I read the documentation.

Semi-intuitively I wanted to do:

# load unit cell
sim.create_state_from_gsd(filename=job.fn("sm2-unit.gsd"))
sim.state.snapshot.replicate(10,10,10)

but still only one unit cell is there.

Next I try:

# load unit cell
sim.create_state_from_gsd(filename=job.fn("sm2-unit.gsd"))
sim.state.snapshot = sim.state.snapshot.replicate(10,10,10)

but the problem is that replicate returns None

Try again:

# load unit cell
sim.create_state_from_gsd(filename=job.fn("sm2-unit.gsd"))
snap = sim.state.snapshot
big_snap = snap.replicate(10,10,10)
sim.state.snapshot = big_snap

Doesn't fix it because replicate still returns None.

I tried re-initializing the snapshot,

sim.create_state_from_snapshot(snap)

naturally getting "cannot initialize more than once".

Some confusion points

  1. Create a snapshot directly from gsd feels like it's a really common operation so the code felt like it should be ~1 line. I remember dealing with other python code where you do something like new_thing = foo.bar.create(args).bar() (like freud)
  2. The docs say hoomd.State "Provides access (read/write) to a hoomd.Simulation object’s particle, bond, angle, etc. data." so I thought this meant I could assign to it. In the code, I see that hoomd.State.replicate() is not implemented yet
  3. I'm used to python returning references to things....could the behavior of replicate be changed at this point?

By trial and error, I settled on this:

device = hoomd.device.auto_select()
junk = hoomd.Simulation(device=device) # type hoomd.simulation.Simulation
# load unit cell
junk.create_state_from_gsd(filename=job.fn("sm2-unit.gsd"))
snap = junk.state.snapshot
# set up large box
# big_snap = snap.replicate(10,10,10)
snap.replicate(10,10,10)
sim = hoomd.Simulation(device=device)
sim.create_state_from_snapshot(snap)

This works because the snap is replicated in place and assigned to the new simulation.

@b-butler
Copy link
Member

b-butler commented Dec 18, 2020

@cbkerr
So the state.snapshot property returns a hoomd.Snapshot object. By the nature of the Snapshot class, changes to it cannot directly change the hoomd.State (since we copy the data and gather across MPI ranks). That is why it must be set directly through sim.state.snapshot = snapshot. The local snapshot API does allow for direct access through a context manager which allows inplace editing although the particle, bond, angle, numbers cannot change.
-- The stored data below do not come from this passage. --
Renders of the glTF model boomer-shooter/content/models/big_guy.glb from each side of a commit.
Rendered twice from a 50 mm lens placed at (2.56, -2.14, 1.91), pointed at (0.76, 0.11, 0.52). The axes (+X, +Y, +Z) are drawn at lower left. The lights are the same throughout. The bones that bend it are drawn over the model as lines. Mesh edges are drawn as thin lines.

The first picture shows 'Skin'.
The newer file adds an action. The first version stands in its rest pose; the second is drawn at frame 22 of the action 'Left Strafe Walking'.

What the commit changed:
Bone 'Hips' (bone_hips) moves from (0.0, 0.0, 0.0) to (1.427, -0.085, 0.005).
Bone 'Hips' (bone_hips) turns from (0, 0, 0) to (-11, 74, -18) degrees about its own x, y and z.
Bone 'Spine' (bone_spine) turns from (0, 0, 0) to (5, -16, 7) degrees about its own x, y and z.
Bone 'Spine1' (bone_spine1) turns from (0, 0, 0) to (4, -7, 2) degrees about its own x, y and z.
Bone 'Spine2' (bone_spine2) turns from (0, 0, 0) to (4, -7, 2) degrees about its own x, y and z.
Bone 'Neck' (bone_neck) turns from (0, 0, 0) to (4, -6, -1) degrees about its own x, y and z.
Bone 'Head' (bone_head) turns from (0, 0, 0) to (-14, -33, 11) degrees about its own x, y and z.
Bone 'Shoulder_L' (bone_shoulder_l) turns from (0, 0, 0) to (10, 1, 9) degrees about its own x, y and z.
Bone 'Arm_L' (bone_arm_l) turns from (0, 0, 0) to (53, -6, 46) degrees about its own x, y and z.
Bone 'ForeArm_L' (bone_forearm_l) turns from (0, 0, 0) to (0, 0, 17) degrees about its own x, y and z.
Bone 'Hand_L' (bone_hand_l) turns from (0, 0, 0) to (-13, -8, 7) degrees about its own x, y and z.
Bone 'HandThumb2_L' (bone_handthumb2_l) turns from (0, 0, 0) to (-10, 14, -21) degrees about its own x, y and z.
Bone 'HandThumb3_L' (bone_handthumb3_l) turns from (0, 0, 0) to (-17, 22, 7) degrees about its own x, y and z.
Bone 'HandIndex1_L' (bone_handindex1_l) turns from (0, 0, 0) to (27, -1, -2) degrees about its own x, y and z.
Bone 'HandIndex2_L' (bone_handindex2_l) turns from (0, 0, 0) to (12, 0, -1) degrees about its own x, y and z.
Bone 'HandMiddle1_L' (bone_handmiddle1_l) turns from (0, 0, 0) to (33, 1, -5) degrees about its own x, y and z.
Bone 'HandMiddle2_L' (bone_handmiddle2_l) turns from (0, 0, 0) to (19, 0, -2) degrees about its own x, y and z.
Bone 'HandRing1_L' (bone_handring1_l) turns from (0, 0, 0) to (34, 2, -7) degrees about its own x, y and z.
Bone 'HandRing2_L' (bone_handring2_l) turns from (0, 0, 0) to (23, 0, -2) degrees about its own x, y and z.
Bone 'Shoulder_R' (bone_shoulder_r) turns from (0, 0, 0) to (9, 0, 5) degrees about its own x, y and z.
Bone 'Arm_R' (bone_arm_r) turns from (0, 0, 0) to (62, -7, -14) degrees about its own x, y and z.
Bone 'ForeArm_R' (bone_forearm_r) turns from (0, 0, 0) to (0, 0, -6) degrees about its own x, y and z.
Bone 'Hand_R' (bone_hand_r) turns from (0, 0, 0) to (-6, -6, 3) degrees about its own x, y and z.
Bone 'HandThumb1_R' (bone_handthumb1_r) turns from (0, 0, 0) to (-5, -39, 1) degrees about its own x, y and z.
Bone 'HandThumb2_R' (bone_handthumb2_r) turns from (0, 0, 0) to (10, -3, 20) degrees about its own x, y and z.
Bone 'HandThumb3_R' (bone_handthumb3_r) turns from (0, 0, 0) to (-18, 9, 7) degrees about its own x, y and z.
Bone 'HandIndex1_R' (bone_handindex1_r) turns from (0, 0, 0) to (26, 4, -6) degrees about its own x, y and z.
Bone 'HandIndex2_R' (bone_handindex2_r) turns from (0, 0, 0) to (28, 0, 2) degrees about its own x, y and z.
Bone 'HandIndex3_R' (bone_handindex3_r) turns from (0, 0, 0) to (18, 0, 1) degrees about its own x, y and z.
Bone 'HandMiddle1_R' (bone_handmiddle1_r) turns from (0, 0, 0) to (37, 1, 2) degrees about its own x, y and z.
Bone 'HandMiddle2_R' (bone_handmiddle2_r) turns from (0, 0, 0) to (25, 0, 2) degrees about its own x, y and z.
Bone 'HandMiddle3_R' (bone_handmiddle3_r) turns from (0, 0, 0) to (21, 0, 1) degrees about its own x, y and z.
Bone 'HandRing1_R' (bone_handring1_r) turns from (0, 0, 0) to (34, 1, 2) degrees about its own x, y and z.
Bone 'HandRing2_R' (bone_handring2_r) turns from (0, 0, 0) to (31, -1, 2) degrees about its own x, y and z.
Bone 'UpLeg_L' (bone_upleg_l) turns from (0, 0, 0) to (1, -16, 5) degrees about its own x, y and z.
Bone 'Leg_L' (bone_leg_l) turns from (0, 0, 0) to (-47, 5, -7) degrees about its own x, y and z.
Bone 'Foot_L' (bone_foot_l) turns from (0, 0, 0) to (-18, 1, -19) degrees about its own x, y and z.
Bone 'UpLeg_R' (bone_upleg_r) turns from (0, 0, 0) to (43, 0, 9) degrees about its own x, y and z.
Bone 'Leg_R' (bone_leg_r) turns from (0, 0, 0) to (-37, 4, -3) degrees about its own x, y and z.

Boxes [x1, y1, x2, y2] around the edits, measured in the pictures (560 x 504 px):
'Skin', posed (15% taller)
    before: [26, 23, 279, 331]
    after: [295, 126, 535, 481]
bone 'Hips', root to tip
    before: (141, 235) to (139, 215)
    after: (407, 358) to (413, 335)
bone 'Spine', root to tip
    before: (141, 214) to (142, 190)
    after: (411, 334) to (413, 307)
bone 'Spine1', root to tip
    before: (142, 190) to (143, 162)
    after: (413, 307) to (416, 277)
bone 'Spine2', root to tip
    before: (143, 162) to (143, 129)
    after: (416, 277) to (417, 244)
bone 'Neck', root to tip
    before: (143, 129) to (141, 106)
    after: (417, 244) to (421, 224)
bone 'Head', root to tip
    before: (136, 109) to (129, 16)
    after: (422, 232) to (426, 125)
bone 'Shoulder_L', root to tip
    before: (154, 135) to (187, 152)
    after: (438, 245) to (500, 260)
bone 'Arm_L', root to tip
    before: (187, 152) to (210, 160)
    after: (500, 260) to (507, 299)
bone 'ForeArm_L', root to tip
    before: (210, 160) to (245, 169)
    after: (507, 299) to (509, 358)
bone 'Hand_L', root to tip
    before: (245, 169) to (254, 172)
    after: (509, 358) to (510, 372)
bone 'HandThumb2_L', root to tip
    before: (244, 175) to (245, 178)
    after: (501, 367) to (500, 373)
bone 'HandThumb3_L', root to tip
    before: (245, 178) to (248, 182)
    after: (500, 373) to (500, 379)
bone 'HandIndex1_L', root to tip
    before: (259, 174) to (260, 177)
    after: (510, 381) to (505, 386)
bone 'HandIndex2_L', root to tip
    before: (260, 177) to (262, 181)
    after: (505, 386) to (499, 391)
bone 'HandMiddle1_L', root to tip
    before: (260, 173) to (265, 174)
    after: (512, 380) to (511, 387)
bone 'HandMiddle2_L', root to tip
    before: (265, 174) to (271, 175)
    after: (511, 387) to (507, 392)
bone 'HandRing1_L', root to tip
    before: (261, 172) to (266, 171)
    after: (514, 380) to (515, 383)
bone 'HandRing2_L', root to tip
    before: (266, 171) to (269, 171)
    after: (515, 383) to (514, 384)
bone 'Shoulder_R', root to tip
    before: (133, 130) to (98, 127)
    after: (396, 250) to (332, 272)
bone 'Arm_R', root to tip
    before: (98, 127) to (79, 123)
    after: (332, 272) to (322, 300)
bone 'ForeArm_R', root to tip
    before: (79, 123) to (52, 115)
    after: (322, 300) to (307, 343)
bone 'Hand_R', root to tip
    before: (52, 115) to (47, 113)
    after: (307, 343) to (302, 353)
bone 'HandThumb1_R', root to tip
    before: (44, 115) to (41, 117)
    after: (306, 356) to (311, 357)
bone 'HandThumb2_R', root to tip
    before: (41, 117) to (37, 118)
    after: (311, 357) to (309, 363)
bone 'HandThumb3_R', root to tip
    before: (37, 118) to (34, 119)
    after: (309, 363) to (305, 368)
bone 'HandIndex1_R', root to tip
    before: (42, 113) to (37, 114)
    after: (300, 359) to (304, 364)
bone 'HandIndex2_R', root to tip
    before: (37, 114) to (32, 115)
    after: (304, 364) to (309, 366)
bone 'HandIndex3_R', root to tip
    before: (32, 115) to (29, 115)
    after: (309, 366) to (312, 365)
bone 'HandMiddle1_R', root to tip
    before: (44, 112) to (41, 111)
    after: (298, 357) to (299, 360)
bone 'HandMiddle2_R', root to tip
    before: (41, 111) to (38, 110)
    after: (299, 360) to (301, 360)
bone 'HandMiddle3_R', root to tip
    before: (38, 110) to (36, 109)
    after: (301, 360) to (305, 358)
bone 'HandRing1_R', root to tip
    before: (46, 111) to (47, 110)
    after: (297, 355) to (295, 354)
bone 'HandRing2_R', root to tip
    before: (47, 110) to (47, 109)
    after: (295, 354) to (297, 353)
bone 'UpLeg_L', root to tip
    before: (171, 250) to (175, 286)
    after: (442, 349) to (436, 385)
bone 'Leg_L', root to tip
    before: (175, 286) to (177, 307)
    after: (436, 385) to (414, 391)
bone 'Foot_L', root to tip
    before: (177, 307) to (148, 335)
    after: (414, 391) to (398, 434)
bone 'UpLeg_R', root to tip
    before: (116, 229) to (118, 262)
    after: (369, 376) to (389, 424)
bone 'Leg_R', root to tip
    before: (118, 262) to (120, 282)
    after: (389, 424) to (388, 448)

Taking your points in inverse order

  1. We can make Snapshot.replicate return itself if that is more intuitive.

2 . I think this may be more a documentation thing? hoomd.Snapshot cannot be made to automatically update the hoomd.State without a huge performance hit, and the local snapshots exist to all for direct modification. One other option that could also be done is to make snapshots only accessible through a getter and force the user to use a setter to set the state to a new snapshot. This would likely prevent any confusion about the direct setting of a snapshot.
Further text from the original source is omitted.